Patrick Holmes, senior director of science policy at Pfizer, says: “This is one of the few areas with a disconnect between public health need and business. We need stewardship to avoid pushing usage. If you don’t have revenues from prescription sales, how do you incentivise to run the business? And how do you make investing in research and development a viable reality?”
Germany and Sweden are experimenting with mechanisms to increase the uptake and payments made for antibiotics, and the UK is shortly set to announce results of an initial pilot “subscription” programme, whereby companies will be paid a flat fee for new antibiotics, regardless of the volumes prescribed.
But industry executives caution that the conditions and scale of all these programmes remain too modest.
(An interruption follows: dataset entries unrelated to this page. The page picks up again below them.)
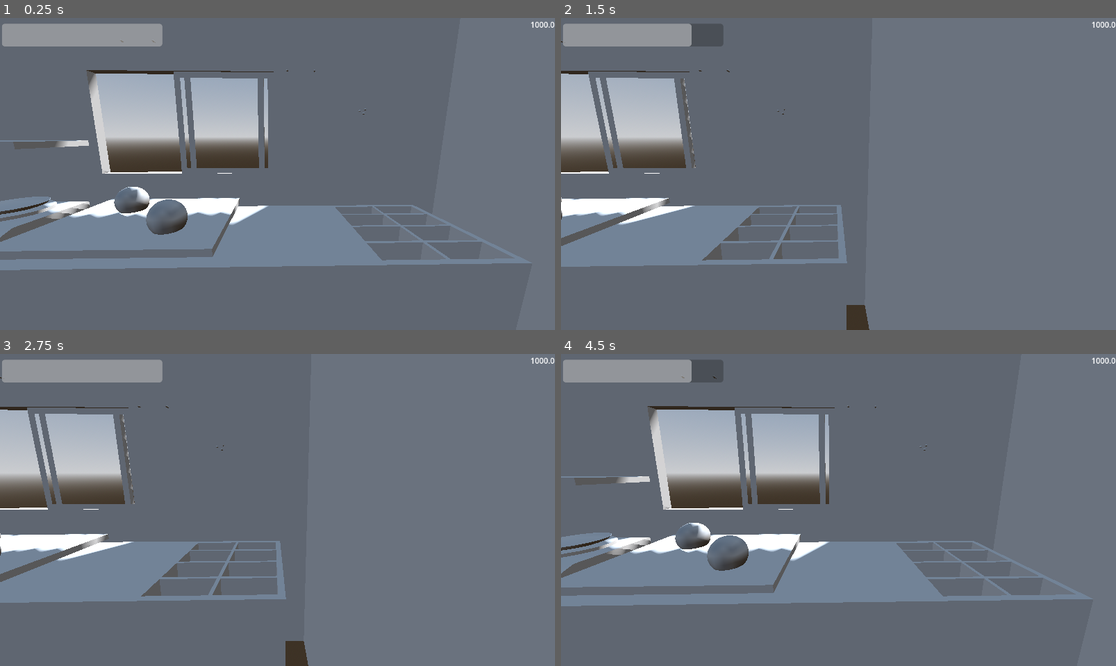
Above: before the commit, frames 1-4 (two rows, left to right).
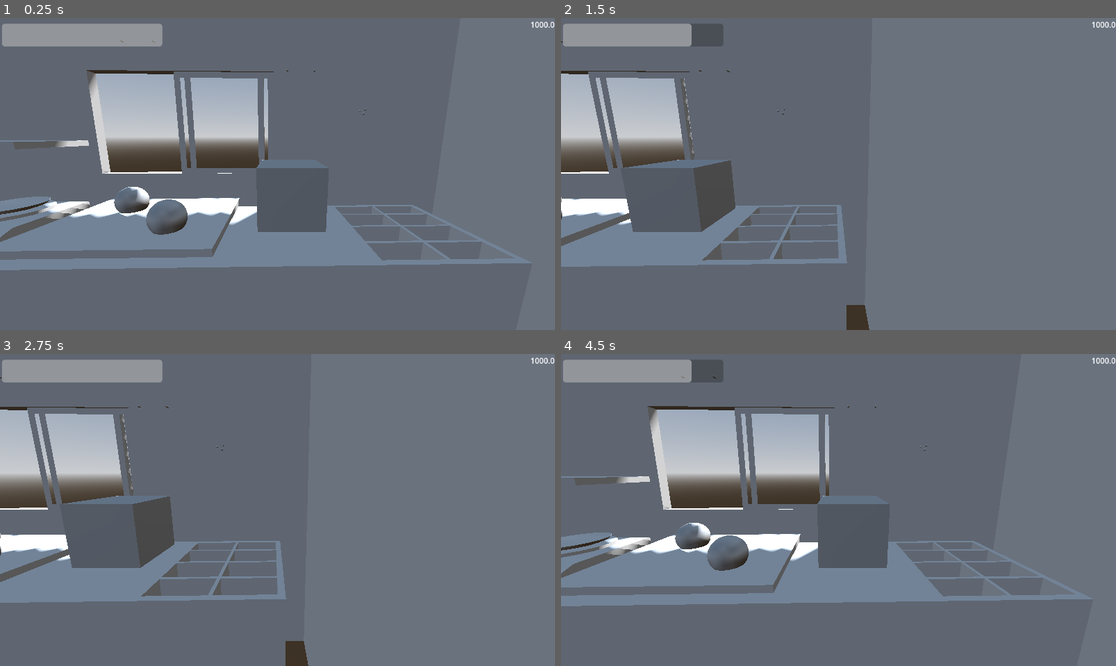
Above: after the commit, the same moments.

Repository: AKtomik/food-truc
Game: Godot game, scene res://scenes/item_test.tscn
The game is run twice, just before and just after one commit, with the same random seed, the same clock (stepped at 60 frames per second) and the same inputs. This scene is started directly instead of the project's main scene.
Inputs (mouse positions are in pixels of both pictures, inside the frame that each line leads up to):
- Up to frame 1 (0.25 s): no input
- Up to frame 2 (1.5 s): tap Enter at 0.5 s; move the mouse to (1104, 24) at 0.52 s; hold Up (ui_up) 0.53-1.28 s; click (1104, 24) at 0.6 s; tap Space (sidestep) at 1.25, 1.35 s; move the mouse to (727, 189) at 1.27 s; hold Down (ui_down) from 1.28 s (still down)
- Up to frame 3 (2.75 s): click (166, 525) at 1.55 s; tap Enter at 2 s; move the mouse to (333, 441) at 2.02 s; release Down (ui_down) at 2.03 s; hold Up (ui_up) from 2.03 s (still down); click (333, 441) at 2.1 s
- Up to frame 4 (4.5 s): tap Space (sidestep) at 2.75, 3.6, 4.25 s; move the mouse to (810, 572) at 2.77 s; click (810, 572) at 2.85 s; tap Enter at 3.5 s; move the mouse to (1005, 556) at 3.52 s; release Up (ui_up) at 3.53 s; hold Down (ui_down) from 3.53 s (still down); click (1005, 556) at 3.8 s; move the mouse to (672, 463) at 4.27 s; click (672, 463) at 4.35 s

The runs differ from the first frame. In frame 1, 1.1% of the frame differs, in the area x 46-59%, y 45-69%; in frame 2, 2.6%, in the area x 11-32%, y 45-69%; in frame 3, 2.6%; in frame 4, 1.1%.

Commit message:
tool base and a microwave store

Diff:
--- a/scenes/item_test.tscn
+++ b/scenes/item_test.tscn
@@ -7,6 +7,7 @@
 [ext_resource type="PackedScene" uid="uid://dnxt0plfh2qya" path="res://scenes/item.tscn" id="4_4kqj1"]
 [ext_resource type="PackedScene" uid="uid://bpxue3c5l7d66" path="res://scenes/item_slot.tscn" id="5_3jfeh"]
 [ext_resource type="Script" uid="uid://dmhrpceusgps8" path="res://scripts/hand.gd" id="5_mwajv"]
+[ext_resource type="Script" uid="uid://cclqvndmig4ow" path="res://scripts/microwave.gd" id="7_f3voe"]
 
 [sub_resource type="ProceduralSkyMaterial" id="ProceduralSkyMaterial_0wfyh"]
 sky_horizon_color = Color(0.66224277, 0.6717428, 0.6867428, 1)
@@ -21,6 +22,10 @@
 tonemap_mode = 2
 
 [sub_resource type="WorldBoundaryShape3D" id="WorldBoundaryShape3D_3jfeh"]
+
+[sub_resource type="BoxShape3D" id="BoxShape3D_3jfeh"]
+
+[sub_resource type="BoxMesh" id="BoxMesh_f3voe"]
 
 [node name="Main" type="Node3D" unique_id=1955109357]
 script = ExtResource("1_3hlib")
@@ -86,7 +91,19 @@
 [node name="CollisionShape3D" type="CollisionShape3D" parent="Environement/CatPlane" unique_id=1336157817]
 shape = SubResource("WorldBoundaryShape3D_3jfeh")
 debug_color = Color(0.05406484, 0.64988893, 1.92523e-07, 0.74509805)
-debug_fill = false
+
+[node name="Microwave" type="Area3D" parent="Environement" unique_id=537856439]
+transform = Transform3D(1, 0, 0, 0, 1, 0, 0, 0, 1, 1.2055233, 1.1805078, -1.6393985)
+collision_layer = 8
+script = ExtResource("7_f3voe")
+
+[node name="CollisionShape3D" type="CollisionShape3D" parent="Environement/Microwave" unique_id=749573649]
+transform = Transform3D(0.4, 0, 0, 0, 0.4, 0, 0, 0, 0.4, 0, 0, 0)
+shape = SubResource("BoxShape3D_3jfeh")
+
+[node name="MeshInstance3D" type="MeshInstance3D" parent="Environement/Microwave" unique_id=1739968465]
+transform = Transform3D(0.4, 0, 0, 0, 0.4, 0, 0, 0, 0.4, 0, 0, 0)
+mesh = SubResource("BoxMesh_f3voe")
 
 [node name="Hand" type="Node3D" parent="." unique_id=520725327 node_paths=PackedStringArray("camera")]
 script = ExtResource("5_mwajv")
--- a/scripts/hand.gd
+++ b/scripts/hand.gd
@@ -23,7 +23,14 @@
 func _physics_process(_delta: float) -> void:
 	if Input.is_action_just_pressed("take"):
 		if (full()):
-			print("must throw")
+			print("take throw")
+
+			var tool = ray_tool()
+			if (tool && tool.can_put(in_hand)):
+				print("tool throw")
+				put_tool(tool)
+				return
+
 			var slot = ray_slot()
 			if (!slot):
 				print("no throw")
@@ -31,8 +38,19 @@
 			if (slot.full()):
 				print("full slot:", slot)
 				return
+
+			print("take slot:", slot)
 			put_slot(slot)
+
 		else:
+			print("try take")
+
+			var tool = ray_tool()
+			if (tool && tool.can_take(in_hand)):
+				print("tool take")
+				take_tool(tool)
+				return
+
 			var slot = ray_slot()
 			if (!slot):
 				print("no take")
@@ -40,6 +58,7 @@
 			if (!slot.full()):
 				print("empty slot:", slot)
 				return
+
 			print("take slot:", slot)
 			take_slot(slot)
 
@@ -53,8 +72,7 @@
 	query.collide_with_areas = true
 
 	var result = space_state.intersect_ray(query)
-	if (result.is_empty()):
-		return Vector3()
+	if (result.is_empty()): return Vector3()
 	return result.get("position")
 
 func ray_slot() -> ItemSlot:
@@ -67,21 +85,42 @@
 	query.collide_with_areas = true
 
 	var result = space_state.intersect_ray(query)
-	if (result.is_empty()):
-		return null
+	if (result.is_empty()): return null
 	return result.get("collider") as ItemSlot
+
+func ray_tool() -> ItemTool:
+	var space_state = get_world_3d().direct_space_state
+	var mouse_position = get_viewport().get_mouse_position()
+
+	var from_vector = camera.project_ray_origin(mouse_position)
+	var to_vector = from_vector + camera.project_ray_normal(mouse_position) * RAY_LENGTH
+	var query = PhysicsRayQueryParameters3D.create(from_vector, to_vector, tools_physics)
+	query.collide_with_areas = true
+
+	var result = space_state.intersect_ray(query)
+	if (result.is_empty()): return null
+	return result.get("collider") as ItemTool
 
 func full() -> bool:
 	return in_hand != null
 
-func take_slot(slot: ItemSlot) -> bool:
+func take_slot(slot: ItemSlot):
 	var item = slot.take_item()
 	item.reparent(self)
 	item.global_position = self.global_position
 	in_hand = item
-	return true
 
-func put_slot(slot: ItemSlot) -> bool:
+func put_slot(slot: ItemSlot):
 	slot.put_item(in_hand)
 	in_hand = null
-	return true
+
+func take_tool(tool: ItemTool):
+	var item = tool.take()
+	item.reparent(self)
+	item.global_position = self.global_position
+	in_hand = item
+
+func put_tool(tool: ItemTool):
+	var throw = tool.put(in_hand)
+	if (throw):
+		in_hand = null
--- a/scripts/item_slot.gd
+++ b/scripts/item_slot.gd
@@ -6,7 +6,7 @@
 func full() -> bool:
 	return child_item != null
 
-func put_item(item: Item):
+func put_item(item: Item) -> bool:
 	item.reparent(self)
 	item.global_position = self.global_position
 	child_item = item
--- /dev/null
+++ b/scripts/item_tool.gd
@@ -0,0 +1,16 @@
+class_name ItemTool
+extends Area3D
+
+func can_put(_item: Item) -> bool:
+	return true
+
+func can_take(_item: Item) -> bool:
+	return false
+
+func put(item: Item) -> bool:
+	item.reparent(self)
+	item.global_position = self.global_position
+	return true
+
+func take() -> Item:
+	return Item.new()
--- /dev/null
+++ b/scripts/microwave.gd
@@ -0,0 +1,19 @@
+class_name Microwave
+extends ItemTool
+
+var items_inside: Array[Item]
+
+func can_put(_item: Item) -> bool:
+	return true
+
+func can_take(_item: Item) -> bool:
+	return !items_inside.is_empty()
+
+func put(item: Item) -> bool:
+	item.reparent(self)
+	item.global_position = self.global_position
+	items_inside.append(item)
+	return true
+
+func take() -> Item:
+	return items_inside.pop_front()
Not shown, added: scripts/item_tool.gd.uid
Not shown, added: scripts/microwave.gd.uid

One says that the maximum possible UK government payment of £10mn a year is “still not substantial enough”.
Others are looking to the progress of a much larger-scale proposal in the US to offer payments decoupled from sales, as well as more guaranteed revenues from new mechanisms in other countries, including Japan.
“There is no best model yet,” says Isao Teshirogi, president of Shionogi, the Japanese pharmaceutical company, which is also participating in the UK pilot with its drug, Cefiderocol. He says that maintaining its manufacturing plant for the drug will require about $100mn in revenue a year. “The EU, Japan and the US would give us the minimum amount needed.”
He also points out the high costs of providing the standard of clinical data demanded by regulators to approve a new antibiotic — costs that he believes could be safely reduced.
For Teshirogi, it is his company’s sense of public responsibility that keeps it active for now, even if the financial rewards are modest. “When I became head of research and development 20 years ago, I had a lengthy discussion with my predecessor on whether we should follow other companies and get rid of antibiotics,” he says. “We came to the conclusion that, if we exit, then pretty much no company in Japan will be present. As long as we are able to continue the business, even without a large financial profit, let’s continue.”
But, in the longer term, a much larger overhaul of incentives, regulation and public health interventions will be required to stop the continued growth in drug resistance.